The chassis houses a module 24 for generating electric signals. The
signals are conveyed to the applicator 18 by an interconnect 30 to
be transformed into ultrasonic energy. A controller 26, also housed
within the chassis 22 (but which could be external of the chassis
22, if desired), is coupled to the module 24 to govern the
operation of the module 24. Further details regarding the
controller 26 will be described later.
[0033] The machine 16 also preferably includes an operator
interface 28. Using the interface 28, the operator inputs
information to the controller 26 to affect the operating mode of
the module 24. Through the interface 28, the controller 26 also
outputs status information for viewing by the operator. The
interface 28 can provide a visual readout, printer output, or an
electronic copy of selected information regarding the treatment.
The interface 28 is shown as being carried on the chassis 22, but
it could be located external of the chassis 22 as well. Further
details regarding the interface 28 will be described later.
[0034] The machine 16 includes a power cord 30 for coupling to a
conventional electrical outlet, to provide operating power the
machine 16. The machine 16 also preferably includes a battery
module 34 housed within the chassis 22, which enables use of the
machine 16 in the absence or interruption of electrical service.
The battery module 34 can comprise rechargeable batteries, that can
be built in the chassis 22 or, alternatively, be removed from the
chassis 22 for recharge. Likewise, the battery module 34 can
include a built-in or removable battery recharger 36.
Alternatively, the battery module 34 can comprise disposable
batteries, which can be removed for replacement.

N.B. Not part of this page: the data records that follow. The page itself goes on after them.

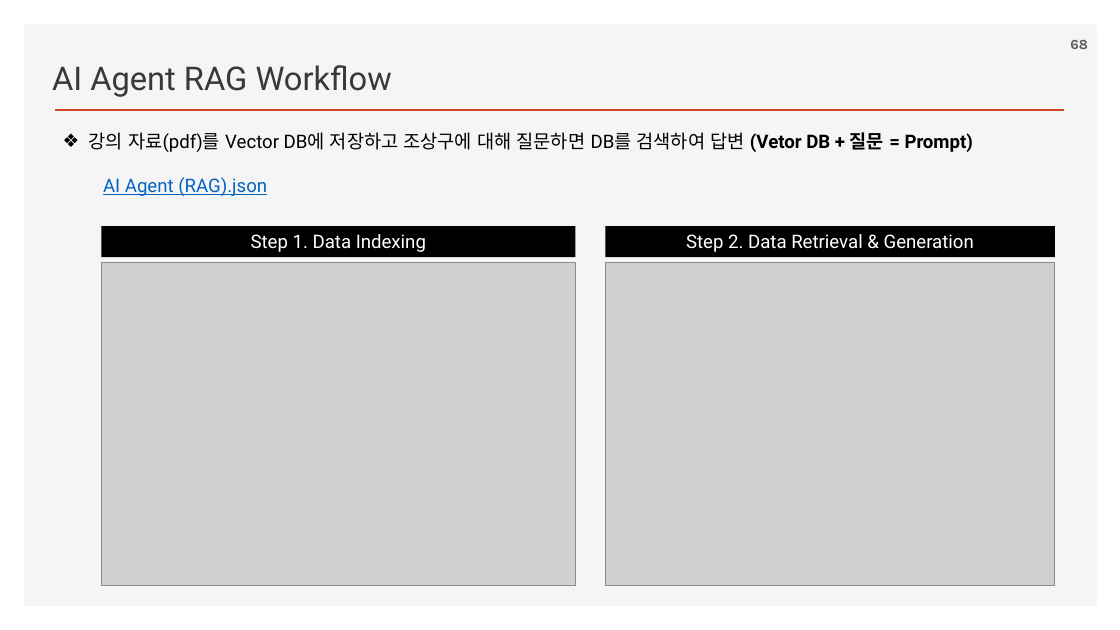
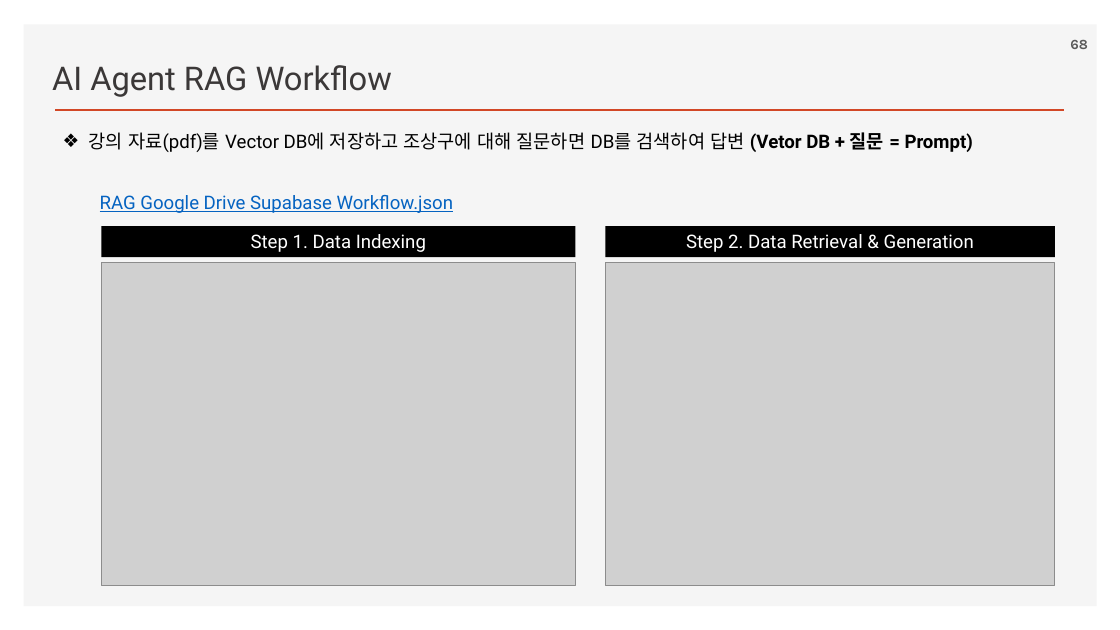
Before and after one commit to ancestor9/2026_Fall_AI-Workflow, a slide deck: slide 68 of PPTs/04_AI Workflow_n8n.pptx. Drawn at 1120x630 pixels with LibreOffice and Linux fonts; fonts in the diff are those of the drawing; grey boxes stand for pictures; background and template pictures are left out. Boxes give left, top, right and bottom in pixels: in the first picture for what was removed or moved away, otherwise in the second. Text is boxed around its words. In the diff, an @@ line names an element or a change of style, - is before the commit and + after.

```diff
--- a/PPTs/04_AI Workflow_n8n.pptx
+++ b/PPTs/04_AI Workflow_n8n.pptx
@@ text at (100, 195, 453, 213): text changed @@
-AI Agent (RAG).json
+RAG Google Drive Supabase Workflow.json
```

[0035] Power for the machine 16 can also be supplied by an external
battery and/or line power module outside the chassis 22. The
battery and/or line power module is releasably coupled at time of
use to the components within the chassis 22, e.g., via a power
distribution module within the chassis 22.
[0036] The provision of battery power for the machine 16 frees the
machine 16 from the confines surrounding use of conventional
ultrasound equipment, caused by their dependency upon electrical
service. This feature makes it possible for the machine 16 to
provide a treatment modality that continuously "follows the
patient," as the patient is being transported inside a patient
transport vehicle, or as the patient is being shuttled between
different locations within a treatment facility, e.g., from the
emergency room to a holding area within or outside the emergency
room.
[0037] In a representative embodiment, the chassis 22 measures
about 12 inches.times.about 8 inches.times.about 8 inches and
weighs about 9 pounds.
[0038] B. The Ultrasound Applicator
[0039] As best shown in FIGS. 2 and 3, the applicator 18 can also
be called the "patient interface." The applicator 18 comprises the
link between the machine 16 and the treatment site within the
thoracic cavity of the person undergoing treatment. The applicator
18 converts electrical signals from the machine 16 to ultrasonic
energy, and further directs the ultrasonic energy to the targeted
treatment site.
[0040] Desirably, the applicator 18 is intended to be a disposable
item. At least one applicator 18 is coupled to the machine 16 via
the interconnect 30 at the beginning a treatment session. The
applicator 18 is preferably decoupled from the interconnect 30 (as
FIG. 2 shows) and discarded upon the completing the treatment
session. However, if desired, the applicator 18 can be designed to
accommodate more than a single use.
[0041] As FIGS. 2 and 3 show, the ultrasound applicator 18 includes
a shaped metal or plastic body 38 ergonomically sized to be
comfortably grasped and manipulated in one hand. The body 38 houses
at least one ultrasound transducer 40 (see FIG. 3).
[0042] The body 38 can include a heat sink region 42 placed about
the transducer 40, to conduct heat generated by the transducer or
transducers during operation, to minimize heating effects. As will
be described later, impedance matching or active cooling can also
be achieved to prevent or counter heating effects.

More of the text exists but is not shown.